4. Lack of Statutory Adoption of Victim-Centric Terminology

  • Though terms like “child pornography” have been criticized internationally, Indian laws still rely on this outdated phrase.
  • The absence of a legal mandate to use “CSEAM” prevents consistent, trauma-informed language across investigations and court processes. 

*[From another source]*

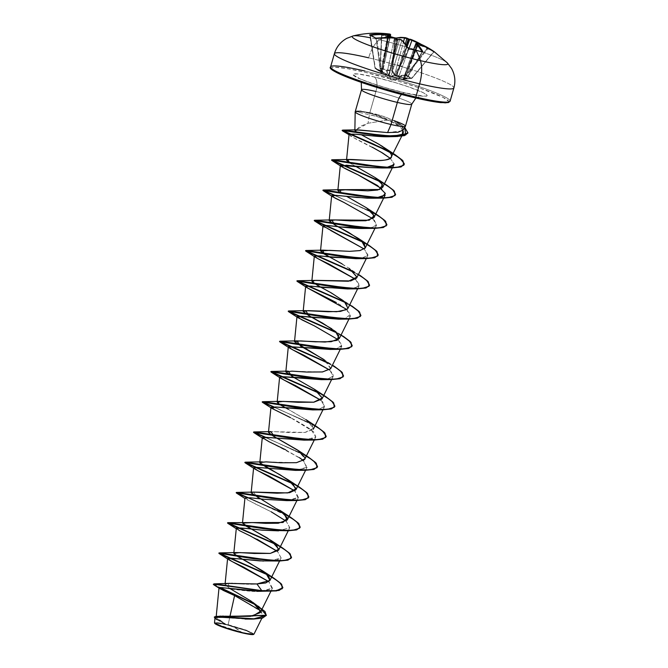 <?xml version="1.0" encoding="UTF-8"?>
<svg xmlns="http://www.w3.org/2000/svg" width="668" height="668" viewBox="0 0 668 668"><rect width="100%" height="100%" fill="white"/><g stroke="black" fill="none" stroke-linecap="round" stroke-linejoin="round"><path stroke-width="0.5" stroke-dasharray="3.34 2.5" d="M415.755 50.234L415.621 50.401A98.371 74.24 157.8 0 0 409.058 49.115L408.39 48.831A98.739 44.113 -78.5 0 0 401.844 40.523L399.598 39.713L401.844 40.523L393.903 66.616L401.844 40.523A98.739 44.113 101.5 0 1 408.39 48.831L394.554 75.183L391.014 75.952L393.903 66.616L391.665 65.781L399.598 39.713A98.847 86.573 127.2 0 0 398.905 39.637L397.485 40.28L395.715 40.022L397.485 40.28L390.98 65.564L388.642 75.476L389.11 75.626L397.961 40.038L398.905 39.637A98.847 86.573 -52.8 0 1 399.598 39.713L391.665 65.781L397.961 40.038L397.485 40.28L397.251 39.696L390.98 65.564L388.684 64.93L394.462 38.151A98.739 87.383 120.2 0 0 376.844 38.669L376.126 38.502L380.418 70.85L381.111 70.85L376.844 38.669A98.739 87.383 -59.8 0 1 394.462 38.151L386.68 74.557L381.111 70.85L376.844 38.669L376.126 38.502A98.371 35.479 -104.7 0 0 373.053 36.69A98.371 35.479 75.3 0 1 376.126 38.502L380.418 70.85L377.796 70.031L375.007 68.094L370.055 35.404A98.371 35.479 75.3 0 1 373.053 36.69A0.534 0.476 117 0 0 372.819 36.348A0.534 0.476 -63 0 1 373.053 36.69A98.371 35.479 -104.7 0 0 370.055 35.404A0.534 0.484 109 0 0 369.938 35.154M409.175 48.948L408.39 48.831L394.554 75.183L395.155 75.601L409.058 49.115A98.371 74.24 -22.2 0 1 415.621 50.401A98.371 74.24 -22.2 0 1 421.942 52.121L406.628 78.281L400.641 77.388L395.155 75.601L409.275 48.914M387.816 35.346L384.234 33.968L388.133 35.02L381.971 71.985L388.367 34.602A98.847 43.403 97.6 0 1 388.701 34.686L383.524 61.748L387.816 35.346L388.876 34.669L388.133 35.02L383.766 61.748L384.735 61.907L390.504 34.778L382.447 71.585L380.1 67.802L381.896 35.245A98.371 82.757 -115.3 0 1 390.221 36.94A98.371 82.757 64.7 0 0 381.896 35.245L380.309 68.019L386.004 69.923L391.782 70.699L394.78 38.251L395.481 38.418A98.739 44.622 104.8 0 1 396.441 38.21A98.739 44.622 -75.2 0 0 395.481 38.418L392.5 70.699L391.891 71.033L392.5 70.699L394.746 74.449L403.497 41.808L397.301 64.813L399.598 65.447L406.253 45.199L399.598 65.447L405.376 44.021L399.598 65.447L397.301 64.813L394.746 74.449L396.483 75.367L399.598 65.447L396.508 75.868L399.255 76.436L406.503 75.434L408.524 77.471L411.972 78.189L402.837 79.367L406.486 78.482L400.449 77.588L394.897 75.776L390.262 76.469L386.238 74.9L375.182 68.395L381.762 72.637L382.731 72.62L382.63 72.102L380.267 68.011L386.054 70.24L391.498 80.026L400.449 77.588L391.498 80.026L386.054 70.24L391.891 71.033L394.17 74.791L395.748 75.743L405.944 75.025L427.027 48.58A98.739 87.892 113.8 0 0 417.993 43.178A98.739 87.892 -66.2 0 1 427.027 48.58L427.712 48.864L406.52 75.451L408.858 77.279L411.972 78.189M411.789 78.014L404.866 78.807L418.51 43.762A98.739 87.383 -59.8 0 1 433.524 51.904L411.989 78.231L433.782 51.962A98.371 44.005 -47.7 0 0 427.712 48.864L406.52 75.451L405.944 75.025L427.027 48.58L427.712 48.864A98.371 44.005 132.3 0 1 433.782 51.962L411.789 78.014L403.789 79.016L418.009 43.929A98.847 45.107 -71.3 0 0 417.717 43.696L407.739 69.472L418.018 45.073L407.497 69.472L416.69 43.704A98.847 86.573 -52.8 0 1 417.341 43.938L417.901 44.689L403.622 79.016L417.717 43.696L418.51 43.762L408.524 69.564L407.58 69.338L408.524 69.564L404.866 78.807L403.054 79.008L406.962 78.081L422.184 52.054A98.739 44.622 -75.2 0 0 422.092 51.895A98.739 44.622 104.8 0 1 422.184 52.054L406.628 78.281L422.193 52.162M390.12 34.118L385.753 33.884L381.662 34.845A98.906 83.208 -115.3 0 1 388.158 36.089A99.457 44.706 -76.9 0 0 379.658 39.821A24.866 11.172 -76.9 0 0 368.661 57.824A62.157 6.146 -164 0 1 453.781 87.333A62.157 6.146 16 0 0 368.661 57.824A24.866 11.172 103.1 0 1 379.658 39.821A49.733 4.918 -164 0 1 446.85 62.466M447.502 63.068A49.733 4.918 16 0 0 379.658 39.821A49.733 4.918 16 0 0 353.33 35.88M219.196 625.549L216.023 623.636L217.075 623.186L227.838 625.031L234.518 627.486L241.916 632.646L251.318 634.199L250.609 632.529L246.759 630.868L226.427 624.739A18.896 1.87 16 0 0 222.194 623.837A18.896 1.87 16 0 0 218.97 625.448A18.896 1.87 16 0 0 241.916 632.646A142.084 63.861 -76.9 0 0 234.518 627.486A142.084 63.861 -76.9 0 0 227.838 625.031A142.084 63.861 -76.9 0 0 226.427 624.739L246.392 630.726L252.32 633.748L251.268 634.199L235.036 630.876L219.229 625.557M243.002 632.805L253.99 634.116L246.233 630.124L228.13 624.647L229.976 616.355L228.13 624.647L225.842 624.254L247.252 630.509L253.848 634.249M253.464 634.458A20.257 2.004 16 0 0 245.715 630.291A20.257 2.004 16 0 0 225.867 624.455A20.257 2.004 16 0 0 214.687 623.186M359.067 112.115L355.902 111.339A24.85 2.455 -164 0 1 369.554 113.084L369.479 113.335A24.85 2.455 16 0 0 355.81 111.614L376.443 116.382L387.423 120.106L368.026 123.246L369.437 114.554L368.026 123.246L359.985 126.461L356.186 129.876L368.026 123.246L387.423 120.106C393.552 122.511 398.078 125.108 401.009 127.889L403.355 131.546M405.242 125.759A26.144 2.58 16 0 0 393.761 120.574L385.762 117.201L376.952 114.42L369.847 112.692L370.982 112.942L369.554 113.084A24.85 2.455 16 0 0 357.839 111.047A24.85 2.455 16 0 0 355.902 111.339L360.979 111.222L369.847 112.692L375.934 91.474A12.433 5.586 -76.9 0 0 374.247 76.979A38.577 3.816 16 0 0 356.495 77.221A38.577 3.816 16 0 0 405.868 93.128A38.577 3.816 16 0 0 423.612 92.885A38.577 3.816 16 0 0 374.247 76.979A12.433 5.586 103.1 0 1 375.934 91.474A26.144 2.58 -164 0 1 411.73 103.891A26.144 2.58 -164 0 0 375.934 91.474L369.847 112.692L360.979 111.222M449.998 100.542A62.157 6.146 16 0 0 364.87 71.025A62.157 6.146 -164 0 1 449.998 100.542M433.532 101.611L415.095 97.837A61.097 6.037 16 0 0 443.201 97.453A61.097 6.037 16 0 0 365.012 72.269L346.583 68.495L334.768 67.243L331.954 67.635L331.37 68.704L333.04 70.39M405.234 92.902A12.433 5.586 -76.9 0 0 401.543 94.472A12.433 5.586 103.1 0 1 405.234 92.902M361.563 90.005A26.144 2.58 -164 0 1 375.934 91.474M245.106 619.069L224.248 617.491L215.021 617.758L224.523 623.887L216.065 619.052L225.667 624.204L217.384 619.587L214.395 616.94L217.384 619.587L225.842 624.254L216.123 617.265L219.505 616.163M221.058 616.113L222.118 616.113M224.047 616.146L225.3 616.18M231.111 616.397L232.865 616.472M230.034 588.617L225.049 584.433L228.648 583.373M230.026 583.348L231.17 583.348M232.915 583.389L234.476 583.44M236.48 583.523L238.234 583.607M244.396 583.874L246.542 583.949M248.68 583.999L250.784 584.032M245.014 525.482L242.476 523.111M304.625 459.492L304.75 457.53M268.486 432.388L274.606 431.637L289.461 432.538L305.151 432.438L313.3 429.248L312.323 425.249L306.645 420.13L288.434 409.384M321.968 399.005L320.749 394.679L314.252 389.135L294.738 377.871M330.643 368.769L324.74 360.202L330.81 368.327L321.5 372.051L288.2 371.116M346.642 309.66L347.986 308.29M356.654 278.047L355.426 273.721L348.938 268.177L329.424 256.921M346.767 196.434L366.573 207.898M355.434 166.19L349.673 162.975L355.434 166.198M361.405 134.811L375.7 142.393M349.047 134.602L355.86 138.994L380.693 151.878M390.229 158.299L394.078 163.927L390.229 158.299M381.562 188.543L385.177 195.023M372.894 218.778L376.51 225.25L370.348 228.03L376.602 225.058L374.214 219.981L372.894 218.778M361.697 258.265L367.993 255.084L364.219 249.022L367.834 255.502L361.714 258.265M355.451 288.017L359.401 284.727L355.551 279.266L359.167 285.737L353.038 288.509M346.884 309.501L350.5 315.972L344.346 318.745L350.658 314.361L341.974 305.927L336.355 302.546M338.208 339.736L341.824 346.216L335.67 348.988L342.049 345.423L338.208 339.745M329.533 369.98L333.107 374.172L333.157 376.46L327.011 379.224L333.315 376.042L329.533 369.98M320.865 400.224L322.861 402.111L324.481 406.695L318.335 409.467L324.64 406.286L320.865 400.216M270.949 407.33L278.047 411.638L294.989 419.913L310.987 429.499L315.814 436.939L304.65 440.128M285.662 449.815L302.111 459.576L307.138 467.174L295.857 470.372M286.739 500.624L298.003 498.077L294.855 490.938L298.471 497.41L286.689 500.624L264.628 499.338C244.404 496.875 244.071 497.485 245.265 498.595L244.905 498.437M244.939 498.052L253.556 503.096L271.634 512.022L286.18 521.19L289.795 527.662L278.564 530.851M269.388 561.103L281.103 557.939L277.504 551.426L281.128 557.897L275.592 560.569L263.518 561.062M260.72 591.347L272.068 588.7L268.837 581.661L272.452 588.141L260.963 591.339M256.929 591.355L254.683 591.255M252.07 591.096L249.607 590.904M247.11 590.679L244.53 590.42M242.092 590.153L239.386 589.827M237.123 589.552L234.56 589.218M232.614 588.959L230.118 588.625M228.389 588.391L226.218 588.107M224.957 587.957L223.12 587.74M222.143 587.648L220.757 587.548M260.487 610.602L263 615.954L252.395 619.077M216.95 619.637L224.523 623.887L217.25 622.576L214.528 622.943M214.52 622.827L218.085 622.676L225.734 624.238L216.708 618.376L219.154 616.188M252.663 602.235L230.418 588.842L227.98 583.406M213.426 584.183L220.198 587.539L213.384 584.032M213.885 584.859L219.605 587.564L213.877 584.851M256.462 605.233L264.169 610.944L266.357 615.353L264.169 610.944L256.462 605.233M234.568 595.564L261.664 611.804L261.839 617.165L251.327 619.111M215.021 617.85L215.739 618.768M403.238 129.901L401.627 125.693L393.761 120.574L397.869 122.82L403.088 127.621L402.437 130.786L387.582 132.59M342.818 75.384L350.533 78.49M392.851 92.117L404.249 95.173M448.161 102.471L448.746 101.402L443.201 97.453L420.339 88.26L398.763 81.312L365.012 72.269A61.097 6.037 16 0 0 331.311 68.286M405.868 93.128L384.559 87.416L370.94 83.024L360.227 78.949L353.005 74.733L353.372 74.056L358.265 73.989L374.247 76.979L395.556 82.69L409.175 87.082L423.612 92.885L427.111 95.374L426.743 96.05L421.85 96.117L405.868 93.128M402.913 130.36L401.009 127.889C398.078 125.108 393.552 122.52 387.423 120.106L376.443 116.382L376.218 115.03L404.307 127.396L407.914 133.057L404.307 127.396L376.218 115.03L404.733 127.438L400.708 124.565L376.293 114.779L376.952 114.42L383.582 116.432L393.761 120.574M342.091 263.877L358.449 274.431M320.749 287.156L340.555 298.621L347.185 304.516L347.544 308.917M341.106 334.91L331.887 328.856L338.81 335.211M323.22 359.1L324.74 360.202M286.063 408.115L305.869 419.579L313.542 428.263L305.042 432.446L270.866 431.603M297.193 449.815L304.875 458.498L296.375 462.682L262.19 461.839M253.506 492.082L257.247 497.309L279.867 510.302M244.839 522.318L242.484 523.061M236.171 552.561L233.967 553.046M273.872 578.171L266.841 574.171L273.847 578.154M282.531 547.927L275.508 543.927L282.506 547.91M291.198 517.683L247.995 497.618M299.882 487.448L292.86 483.448L299.849 487.431M308.558 457.213L265.33 437.139L308.524 457.196M317.225 426.969L274.005 406.904L317.2 426.952M325.884 396.725L318.87 392.726L325.859 396.709M327.537 362.49L334.534 366.465L291.34 346.416M343.235 336.246L336.213 332.246L343.21 336.229M351.911 306.011L344.88 302.011L351.886 305.994M360.57 275.767L353.556 271.767L360.545 275.75M369.237 245.523L362.223 241.532L369.212 245.507M377.921 215.288L334.71 195.223L377.888 215.271M386.597 185.053L343.377 164.979M395.264 154.809L388.242 150.809L395.231 154.792M282.84 587.815L279.191 582.22L267.534 574.831L279.191 582.22L282.84 587.815M291.507 557.58L287.858 551.977L276.21 544.587L287.858 551.977L291.507 557.58M300.183 527.336L295.799 521.149L282.238 512.966L247.218 497.593L282.238 512.966L295.799 521.149L300.183 527.336M308.85 497.101L305.209 491.506L293.553 484.108L305.209 491.506L308.85 497.101M317.525 466.857L313.142 460.67L299.581 452.486L264.553 437.114L299.581 452.486L313.142 460.67L317.525 466.857M326.193 436.613L321.809 430.426L308.24 422.243L273.229 406.87L308.24 422.243L321.809 430.426L326.193 436.613M334.868 406.378L331.219 400.775L319.563 393.394L331.219 400.775L334.868 406.378M343.536 376.142L339.895 370.54L328.238 363.15L339.895 370.54L343.536 376.142M352.203 345.899L348.562 340.304L336.906 332.914L348.562 340.304L352.203 345.899M360.879 315.655L357.23 310.061L345.581 302.671L357.23 310.061L360.879 315.655M369.554 285.411L365.897 279.817L354.249 272.435L365.897 279.817L369.554 285.411M378.222 255.176L374.573 249.581L362.924 242.192L374.573 249.581L378.222 255.176M386.889 224.941L382.514 218.753L368.953 210.57L333.933 195.198L368.953 210.57L382.514 218.753L386.889 224.941M395.565 194.705L391.916 189.102L380.259 181.713L391.916 189.102L395.565 194.705M379.566 181.045L386.572 185.036M284.184 513.692L291.173 517.667M227.563 558.916L228.69 559.659L227.596 558.573M256.938 539.168L237.365 529.415L236.263 528.321M278.072 530.868L289.737 527.77L286.18 521.182M271.175 511.78L246.033 499.18M253.573 468.193L254.7 468.936L253.606 467.842M295.406 470.381L306.754 467.742L303.522 460.703M299.406 457.655L263.376 438.701M304.074 440.145L308.19 439.895M309.676 439.711L315.814 436.93L313.568 431.703L290.58 417.684M312.749 409.901L316.857 409.651M330.677 230.485L324.072 227.02M372.21 147.185L350.366 135.971M369.554 113.084L376.952 114.42L376.293 114.779A24.85 2.455 16 0 0 369.554 113.084A24.85 2.455 -164 0 1 376.293 114.779L376.218 115.03A24.85 2.455 16 0 0 369.479 113.335L369.554 113.084M355.81 111.614A24.85 2.455 -164 0 1 369.479 113.335A24.85 2.455 -164 0 1 376.218 115.03L376.443 116.382L369.437 114.554M242.659 632.73L215.405 623.737M253.539 634.416L251.794 632.805L247.277 630.868L233.241 626.35L219.755 623.202L215.839 622.785L214.712 623.269M379.658 39.821A99.457 44.706 103.1 0 1 388.158 36.089A98.906 83.208 -115.3 0 1 390.296 36.615A98.906 83.208 64.7 0 0 388.158 36.089A98.906 83.208 64.7 0 0 381.662 34.845L380.034 67.877L381.678 35.204A98.739 44.113 101.5 0 1 390.513 34.744L389.72 34.669L390.513 34.744A98.739 44.113 -78.5 0 0 381.678 35.204L381.244 34.577A0.534 0.468 -104.3 0 1 381.678 35.204L390.296 36.606M394.062 37.692A98.906 83.208 -115.3 0 1 394.613 37.867L396.057 38.034A0.534 0.459 76.5 0 0 395.481 38.418L392.5 70.699L391.782 70.699L394.78 38.251A98.371 82.757 64.7 0 0 392.667 37.608A98.371 82.757 -115.3 0 1 394.78 38.251L395.481 38.418A0.534 0.459 -103.5 0 1 396.049 38.034L394.613 37.867A98.906 83.208 64.7 0 0 394.062 37.692M405.067 37.608A0.534 0.476 -80.6 0 1 405.134 37.625L406.745 38.093A99.373 88.744 -73.9 0 1 407.296 38.285A99.373 88.744 106.1 0 0 407.229 38.26M410.002 39.161L410.002 39.161A72.912 8.325 152.6 0 1 410.277 39.788A72.912 8.325 152.6 0 1 410.277 39.821L408.34 40.138L410.277 39.821A72.912 23.614 -119.8 0 0 409.484 39.379A72.912 23.614 -119.8 0 1 410.277 39.821A72.912 8.325 152.6 0 0 410.002 39.161A99.373 45.349 108.7 0 1 410.294 39.228A99.373 45.349 -71.3 0 0 410.194 39.203M410.987 39.454L411.872 39.796M421.475 44.48L428.163 48.672L427.111 48.046L427.027 48.58L427.077 48.029L428.23 48.672A0.534 0.468 108.3 0 0 427.712 48.864A0.534 0.468 -71.7 0 1 428.338 48.731A0.534 0.468 108.3 0 0 428.221 48.672L433.023 50.893A98.906 44.238 -47.7 0 0 428.338 48.731L427.077 48.029A99.273 88.36 113.8 0 0 421.441 44.472L434.442 51.845M403.973 78.991L403.322 79.358L403.313 78.824L406.645 69.589L403.313 78.824L406.912 78.265L394.554 75.183A0.534 0.468 76.4 0 0 394.897 75.776L400.449 77.588L406.486 78.482A0.534 0.459 77.2 0 0 406.962 78.081L406.912 78.265M396.759 38.435L396.608 38.318A0.534 0.459 -51.9 0 1 396.75 38.802L394.462 38.151L396.75 38.802A98.847 43.403 97.6 0 1 397.051 39.036A98.847 43.403 -82.4 0 0 396.75 38.802L390.98 65.564L396.75 38.802A0.534 0.459 128.1 0 0 396.683 38.402M413.734 49.733L406.645 69.589L413.734 49.733M408.883 48.797L399.08 75.843L408.899 48.756M406.962 78.081A0.534 0.459 -102.8 0 1 406.486 78.482L403.33 79.358L411.613 78.415L406.152 75.626L399.255 76.436L396.508 75.868L400.282 65.664L402.52 66.499L400.282 65.664L406.762 45.925L400.282 65.664L407.163 46.526L396.951 75.517L399.08 75.843L405.944 75.025L411.931 78.206L433.774 52.012M383.766 61.748L389.102 37.508L383.766 61.748L381.971 71.985L382.514 72.086L384.735 61.907L383.766 61.748M418.018 45.073L423.245 46.451L418.018 45.073L417.183 43.52L417.659 43.579L417.341 43.938A98.847 86.573 127.2 0 0 416.874 43.771A98.847 86.573 127.2 0 0 416.69 43.704L415.855 43.796L416.69 43.704L407.497 69.472L403.33 79.358A0.534 0.518 83.7 0 0 403.363 79.35L391.498 80.026L375.14 68.37A0.534 0.443 130.6 0 0 375.182 68.395L380.635 71.184A0.534 0.493 -83 0 1 380.418 70.85L386.238 74.9L386.68 74.557L386.238 74.9L391.323 76.544A0.534 0.468 -100.4 0 1 391.014 75.952A0.534 0.468 79.6 0 0 391.323 76.544L394.897 75.776A0.534 0.468 -103.6 0 1 394.554 75.183L391.014 75.952L389.11 75.626L391.665 65.781L393.903 66.616L391.014 75.952L386.68 74.557L388.684 64.93L390.98 65.564L388.642 75.476L381.111 70.85L375.007 68.094A0.534 0.443 130.6 0 0 375.14 68.37L369.755 35.028A0.534 0.484 -71 0 1 370.055 35.404L375.007 68.094L370.339 35.354A98.739 87.892 -66.2 0 1 370.556 35.32A98.739 87.892 113.8 0 0 370.339 35.354L375.266 67.869L380.894 71.601L387.34 37.508L382.68 61.865L383.683 61.873L388.701 34.686A98.847 43.403 -82.4 0 0 388.367 34.602L388.008 34.026L388.475 34.277L387.891 35.02M381.595 72.094L383.683 61.873L382.68 61.865L380.894 71.601L381.804 71.985A0.534 0.501 159.2 0 0 382.012 72.486L374.998 67.986M382.514 72.086L382.447 71.585A0.534 0.434 146.8 0 0 382.63 72.102L382.012 72.486L382.447 71.585L380.1 67.802A0.534 0.426 149 0 0 380.301 68.328L382.63 72.102A0.534 0.434 -33.2 0 1 382.447 71.585L382.012 72.486M407.497 69.472L406.511 69.397L407.497 69.472M413.542 49.691L403.313 78.824A0.534 0.468 -99.7 0 1 402.946 79.225A0.534 0.468 80.3 0 0 403.313 78.824L403.622 79.016M418.894 43.387L417.717 43.696A0.534 0.468 -51.1 0 1 417.75 43.62A0.534 0.468 128.9 0 0 417.717 43.696A98.847 45.107 108.7 0 1 418.009 43.929L418.143 44.689M403.322 79.358L403.363 79.35A0.534 0.518 83.7 0 0 403.789 79.016A0.534 0.518 -96.3 0 1 403.33 79.358L418.11 44.923M406.152 75.626A0.534 0.476 138.3 0 0 406.52 75.451A0.534 0.451 -51.6 0 1 406.152 75.626L405.944 75.025L406.152 75.626M375.182 68.395L375.266 67.869L380.894 71.601L380.802 72.127L380.894 71.601L381.804 71.985L387.807 35.187M381.812 72.077L388.342 37.508M399.255 76.436L399.08 75.843L399.255 76.436M396.508 75.868L394.746 74.449A0.534 0.434 -32.2 0 1 394.17 74.791A0.534 0.434 147.8 0 0 394.746 74.449L392.5 70.699A0.534 0.434 150 0 1 391.891 71.033L386.054 70.24L380.301 68.328A0.534 0.426 -31 0 1 380.1 67.802L380.301 68.328L391.824 70.708L394.17 74.791L396.508 75.868M433.524 51.904L433.782 51.962A0.534 0.476 -53.6 0 1 434.35 51.795L434.35 51.795A0.534 0.476 126.4 0 0 433.782 51.962L434.041 51.586L433.524 51.904A98.739 87.383 120.2 0 0 418.51 43.762L418.919 43.387M421.942 52.121A98.371 74.24 157.8 0 0 415.621 50.401L415.872 50.209M406.754 38.093L407.271 38.276M399.414 39.379L398.905 39.637L399.339 39.303M405.134 37.625A99.273 44.865 -75.2 0 0 396.049 38.034M389.511 34.026A99.273 44.347 101.5 0 0 381.244 34.577A0.534 0.468 75.7 0 1 381.678 35.204L381.896 35.245M390.137 34.118A0.534 0.476 -80.7 0 1 390.513 34.744A0.534 0.476 99.3 0 0 390.154 34.126M388.701 34.686A0.534 0.476 104.6 0 0 388.367 34.11M384.234 33.968L382.747 33.4L384.234 33.968M403.28 79.358L411.989 78.223L433.816 52.012L434.484 51.887M222.344 623.862L227.838 625.031C234.961 626.759 241.273 628.705 246.759 630.868M357.806 111.047L359.042 111.088M415.888 98.029L421.391 95.758L405.284 92.91C388.083 89.27 359.134 79.175 357.806 77.53L361.271 82.364M216.123 617.265L216.215 616.364M270.916 591.247L272.452 588.141M225.049 584.433L225.133 583.565M279.583 561.003L281.128 557.897M288.259 530.768L289.795 527.662M296.926 500.524L298.471 497.41M305.602 470.289L307.138 467.174M314.269 440.045L315.814 436.939M322.945 409.801L324.481 406.695M331.612 379.566L333.157 376.46M340.279 349.322L341.824 346.216M348.955 319.087L350.5 315.972M357.622 288.843L359.167 285.737M366.298 258.608L367.834 255.502M374.965 228.364L376.51 225.25M263 615.954L261.848 618.267M216.599 619.411L216.065 619.052M397.869 122.82L400.708 124.565M340.555 298.621L349.773 304.675M323.37 359.209L332.43 365.154M237.365 529.415L236.23 528.672M403.046 78.974L406.962 78.223L422.443 51.979M390.095 37.525L382.547 72.111L380.034 67.869L381.62 35.204M417.567 43.529L403.748 79.033M395.949 37.992L394.679 37.867C394.663 37.917 396.425 38.218 394.679 37.867L394.145 37.7M394.713 37.742L395.339 37.825L394.713 37.742"/><path stroke-width="1" d="M369.538 35.012A98.906 35.671 75.3 0 1 372.552 36.306A0.534 0.476 -63 0 1 372.819 36.348A0.534 0.476 117 0 0 372.552 36.306A98.906 35.671 -104.7 0 0 369.538 35.012L378.915 33.976L388.283 34.093A99.373 43.637 -82.4 0 0 388.008 34.026A72.912 42.785 -145.6 0 0 382.747 33.4A72.912 54.642 179.8 0 1 388.976 34.01A99.373 88.744 -73.9 0 1 389.561 34.076L389.511 34.026A99.273 44.347 101.5 0 1 390.12 34.118A0.534 0.476 -80.7 0 1 390.137 34.118A0.534 0.476 99.3 0 0 390.12 34.118L389.561 34.076L389.72 34.669A98.847 88.276 106.1 0 0 389.026 34.594L389.026 34.594A98.847 88.276 -73.9 0 1 389.72 34.669L389.102 37.508L389.72 34.669L390.513 34.744L389.561 34.076A99.373 88.744 106.1 0 0 388.976 34.01L389.026 34.594L388.976 34.01A72.912 54.642 179.8 0 0 382.747 33.4A72.912 42.785 -145.6 0 1 388.008 34.026A99.373 43.637 97.6 0 1 388.283 34.093A0.534 0.476 -75.4 0 1 388.701 34.686L387.866 34.778A98.739 87.892 113.8 0 0 370.556 35.32A98.739 87.892 -66.2 0 1 387.866 34.778L387.34 37.508L387.699 34.151A99.273 88.36 113.8 0 0 370.089 34.728L369.538 35.012A0.534 0.484 -71 0 1 369.755 35.028A0.534 0.484 109 0 0 369.538 35.012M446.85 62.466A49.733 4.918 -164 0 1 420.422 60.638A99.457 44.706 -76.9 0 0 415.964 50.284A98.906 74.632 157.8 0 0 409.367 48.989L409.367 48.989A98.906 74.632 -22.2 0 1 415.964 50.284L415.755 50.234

5. Gaps in Forensic Infrastructure and Protocols

  • While the conviction relied on digital evidence, India lacks uniform forensic standards for handling CSEAM cases.
  • This makes prosecutions vulnerable to challenges around evidence reliability, privacy concerns, and admissibility, underlining the need for clear statutory or procedural reforms. 

INFERENCE

  • This case marks a significant judicial development in expanding the scope of child protection under Indian criminal law. The Supreme Court’s interpretation reinforces the idea that child sexual exploitation is not limited to active creators or distributors of abusive content, but also includes passive consumers who fuel the demand. 
  • By reversing the Madras High Court’s decision, the Supreme Court has clarified that even possession, browsing, or viewing of CSEAM constitutes an offence, thereby closing a loophole that could have allowed offenders to escape liability under a narrow reading of the law.  The judgment also signals the need for a harm-based approach over a purely intent-based interpretation in child abuse cases, recognizing that every instance of CSEAM possession perpetuates systemic harm to child victims globally. 
  • Moreover, the Court’s emphasis on replacing “child pornography” with “child sexual exploitative and abuse material (CSEAM)” reflects a victim-centric legal philosophy that seeks to restore the dignity of survivors through appropriate legal language. 
  • However, this case also underscores the need for legislative clarity and consistency across statutes such as POCSO and the IT Act, as well as procedural reform to regulate digital forensic practices and the use of judicial discretion under Section 482 CrPC.

Conclusion

The Supreme Court’s ruling in Just Rights for Children Alliance v. S. Harish marks a vital development in protecting children from online sexual abuse. By interpreting the POCSO Act and IT Act to include mere possession and viewing of CSEAM as punishable, the Court closed a serious legal gap. Recognizing that passive consumption fuels the exploitation cycle, the judgment reinforced that prima facie evidence is enough to proceed to trial. The Court also recommended replacing the term “child pornography” with “CSEAM” to reflect the true harm involved and align with victim-sensitive, international standards. This decision not only overturned a flawed High Court view but also laid down a clear precedent for future digital child protection cases—strengthening both prosecution and preventive frameworks in the cyber age.